> [PROBLEM DESCRIPTION]:
Find the line holding "Its rotation in degrees is (0, 0, 18)." in the entries below. Give it again exactly, along with every line after it up to and including the line holding "Its location is (0.0, 0.0, 0.568).".

> [EXERCISE DATA]:
****************

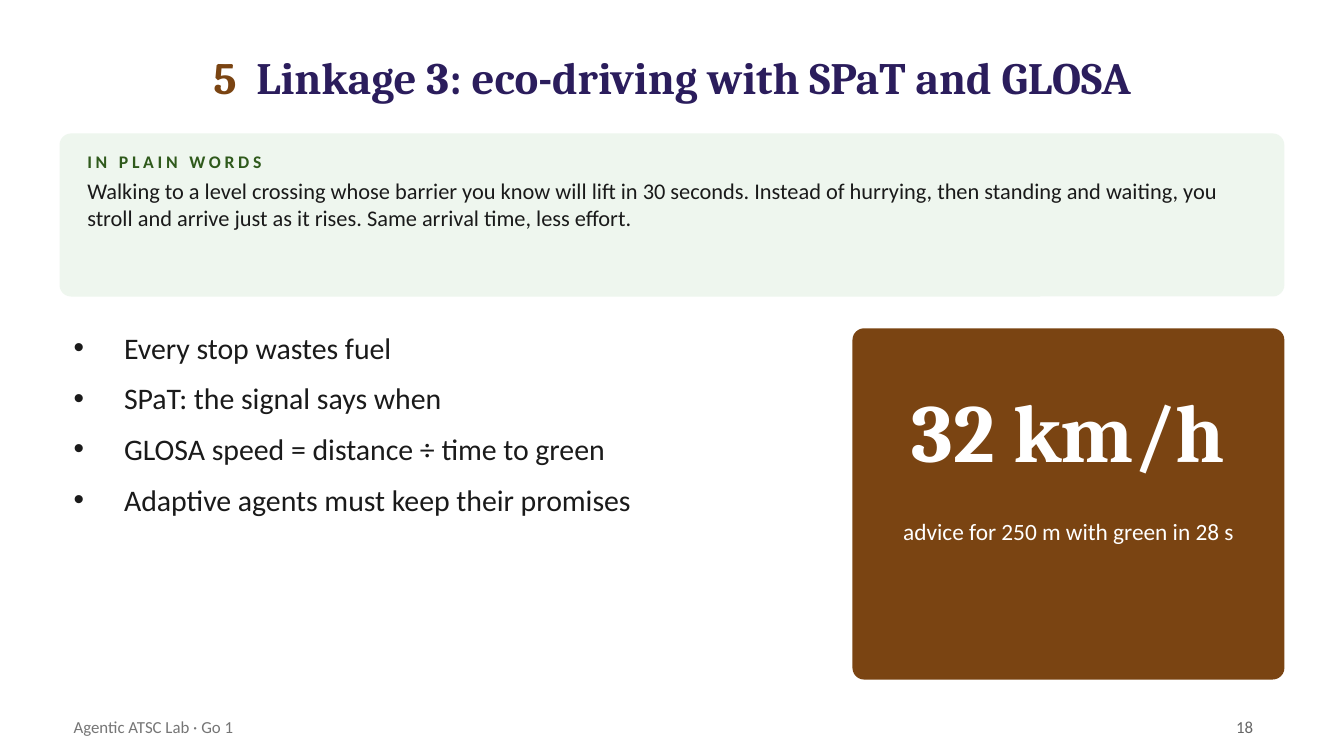
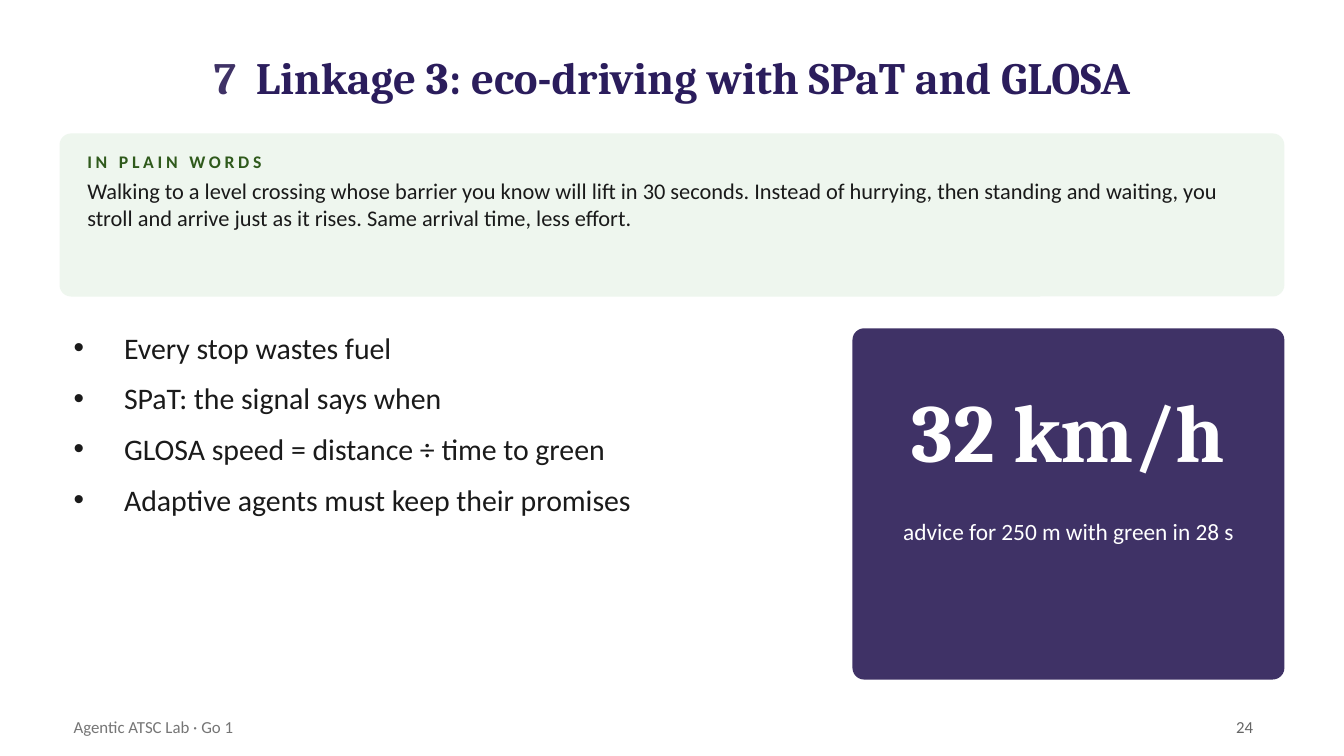
Before and after one commit to smrahmanbd/agentic-atsc-lab, a slide deck: slide 24 of docs/materials/AATSC_Go1_Lecture.pptx (slide 18 before the commit). Drawn at 1344x756 pixels with LibreOffice and Linux fonts; fonts in the diff are those of the drawing. Boxes give left, top, right and bottom in pixels: in the first picture for what was removed or moved away, otherwise in the second. Text is boxed around its words. In the diff, an @@ line names an element or a change of style, - is before the commit and + after.

```diff
--- a/docs/materials/AATSC_Go1_Lecture.pptx
+++ b/docs/materials/AATSC_Go1_Lecture.pptx
@@ title at bbox=[214, 63, 1130, 104]: text changed @@
-5 Linkage 3: eco-driving with SPaT and GLOSA
+7 Linkage 3: eco-driving with SPaT and GLOSA
@@ rounded rectangle at bbox=[853, 329, 1284, 679]: fill #7A4412 to #3F3266; outline #7A4412 1 pt to #3F3266 1 pt @@
@@ page number at bbox=[1236, 722, 1253, 733]: text changed @@
-18
+24
```
Also in this commit, not shown: 26 other slides changed, 6 slides added, 2 other files.
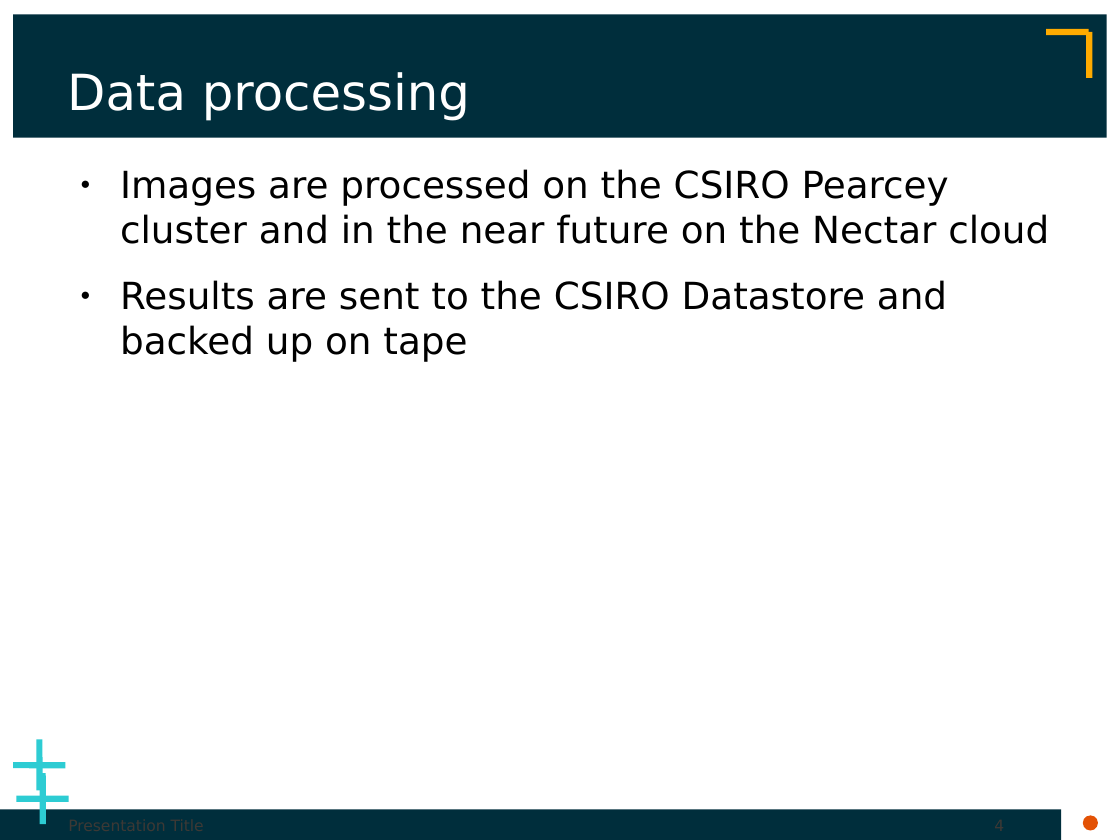
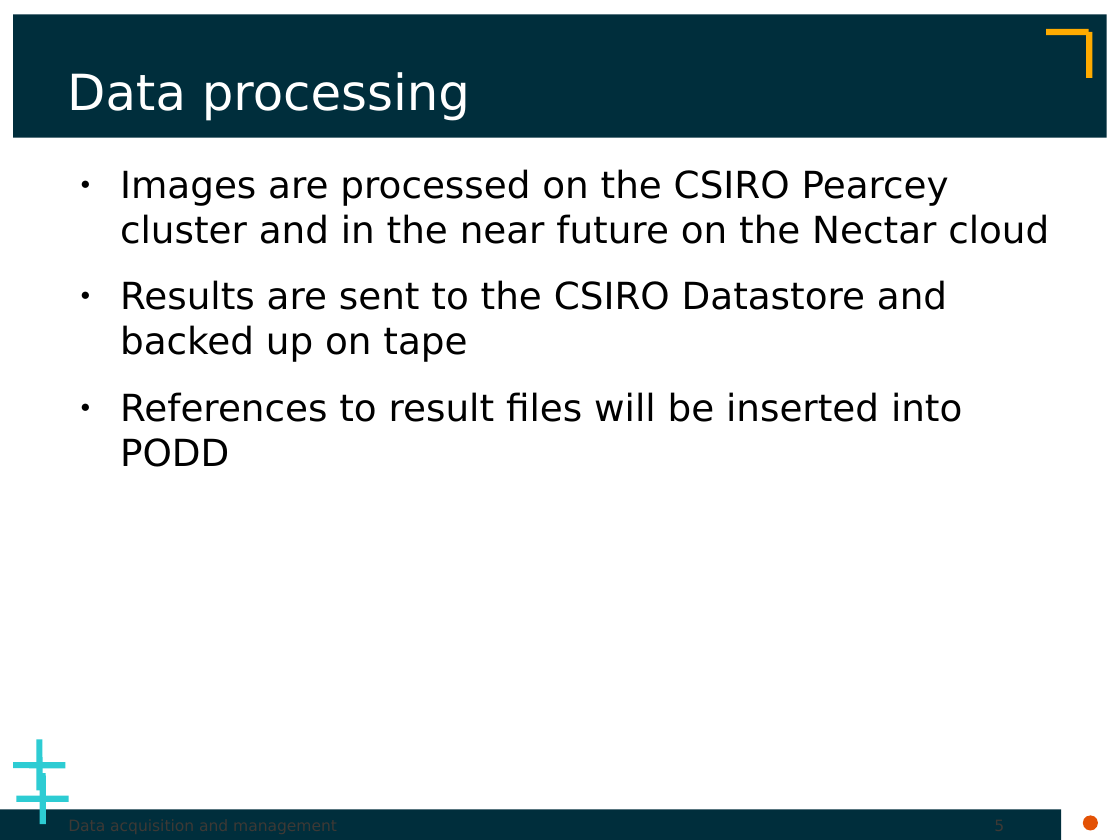
Before and after one commit to podd/podd-publications, a slide deck: slide 5 of csiro20150617/CSIRO-20150617.odp (slide 4 before the commit). Drawn at 1120x840 pixels with LibreOffice and Linux fonts; fonts in the diff are those of the drawing. Boxes give left, top, right and bottom in pixels: in the first picture for what was removed or moved away, otherwise in the second. Text is boxed around its words. In the diff, an @@ line names an element or a change of style, - is before the commit and + after.

```diff
--- a/csiro20150617/CSIRO-20150617.odp
+++ b/csiro20150617/CSIRO-20150617.odp
@@ text at [120, 392, 962, 467]: paragraph added @@
+● References to result files will be inserted into PODD
```
Also in this commit, not shown: 3 other slides changed, 1 slide added, 2 other files.
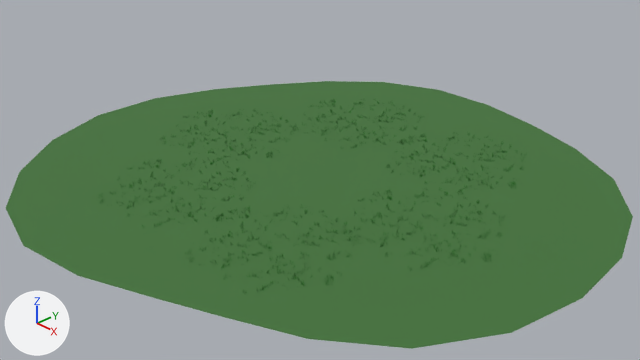
An edit to the Blender file public/models/Hextiles/Games.blend, drawn before and after from the same camera.
Camera for both pictures: the file's camera 'Camera'. The axes (+X, +Y, +Z) are drawn at lower left. The lights are the same throughout. The picture after the commit comes second.

Names of what the first picture shows: 'Grass_Field_OriginTile', 'Grass_Field_OriginTile.001', 'Grass_Field_OriginTile.002', 'Grass_Field_OriginTile.004', 'Grass_Field_OriginTile.005', 'HexTile_Master' and 1 more.
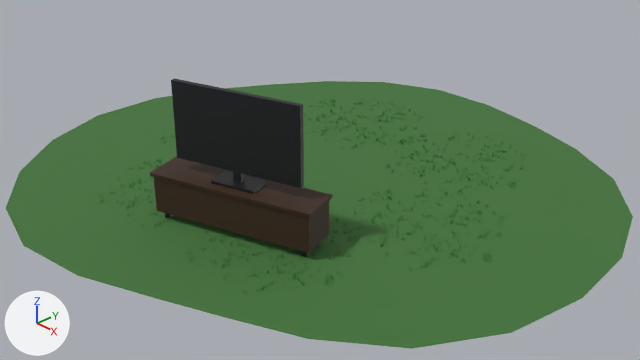
Changed parts and their boxes (x1, y1, x2, y2) in the pictures (640 x 360 px):
'GD_TV_Bezel', added (black): after (171, 78, 304, 188)
'GD_Sideboard_Body', added (brown): after (154, 177, 329, 253)
'GD_Sideboard_Top', added (brown): after (150, 156, 333, 217)
'GD_TV_Base', added (black): after (211, 171, 267, 194)
'GD_TV_Neck', added: after (233, 171, 244, 183)

What the commit changed:
Material 'GD_Plastic_Dark' (mat_gd_plastic_dark) is new.
Its base color is (0.00857, 0.00913, 0.0116) (black #17181c).
Its roughness is 0.45.
Material 'GD_Wood_Dark' (mat_gd_wood_dark) is new.
Its base color is (0.0423, 0.0176, 0.00802) (brown #3a2416).
Its roughness is 0.65.
Mesh me_gd_tv_bezel_mesh is new.
It is a box spanning x -0.8..0.8, y -0.03..0.03, z -0.46..0.46.
It uses material mat_gd_plastic_dark (black #17181c).
Mesh me_gd_tv_neck_mesh is new.
It is a box spanning x -0.05..0.05, y -0.03..0.03, z -0.06..0.06.
It uses material mat_gd_plastic_dark (black #17181c).
Mesh me_gd_tv_base_mesh is new.
It is a box spanning x -0.275..0.275, y -0.14..0.14, z -0.015..0.015.
It uses material mat_gd_plastic_dark (black #17181c).
Mesh me_gd_sideboard_top_mesh is new.
It is a box spanning x -1.03..1.03, y -0.25..0.25, z -0.02..0.02.
It uses material mat_gd_wood_dark (brown #3a2416).
Mesh me_gd_sideboard_body_mesh is new.
It is a box spanning x -1.0..1.0, y -0.22..0.22, z -0.22..0.22.
It uses material mat_gd_wood_dark (brown #3a2416).
Object 'GD_TV_Bezel' (ob_gd_tv_bezel) is new; it shows me_gd_tv_bezel_mesh.
Its parent is ob_gd_mediaunit.
Its location is (0.0, 0.0, 1.195).
Object 'GD_MediaUnit' (ob_gd_mediaunit) is new.
Its location is (0.413, -1.6, 0.0).
Its rotation in degrees is (0, 0, 18).
Object 'GD_TV_Neck' (ob_gd_tv_neck) is new; it shows me_gd_tv_neck_mesh.
Its parent is ob_gd_mediaunit.
Its location is (0.0, 0.0, 0.675).
Object 'GD_TV_Base' (ob_gd_tv_base) is new; it shows me_gd_tv_base_mesh.
Its parent is ob_gd_mediaunit.
Its location is (0.0, 0.0, 0.6).
Object 'GD_Sideboard_Top' (ob_gd_sideboard_top) is new; it shows me_gd_sideboard_top_mesh.
Its parent is ob_gd_mediaunit.
Its location is (0.0, 0.0, 0.568).
Object 'GD_Sideboard_Body' (ob_gd_sideboard_body) is new; it shows me_gd_sideboard_body_mesh.
Its parent is ob_gd_mediaunit.
Its location is (0.0, 0.0, 0.325).

****************

> [SOLUTION]:
Its rotation in degrees is (0, 0, 18).
Object 'GD_TV_Neck' (ob_gd_tv_neck) is new; it shows me_gd_tv_neck_mesh.
Its parent is ob_gd_mediaunit.
Its location is (0.0, 0.0, 0.675).
Object 'GD_TV_Base' (ob_gd_tv_base) is new; it shows me_gd_tv_base_mesh.
Its parent is ob_gd_mediaunit.
Its location is (0.0, 0.0, 0.6).
Object 'GD_Sideboard_Top' (ob_gd_sideboard_top) is new; it shows me_gd_sideboard_top_mesh.
Its parent is ob_gd_mediaunit.
Its location is (0.0, 0.0, 0.568).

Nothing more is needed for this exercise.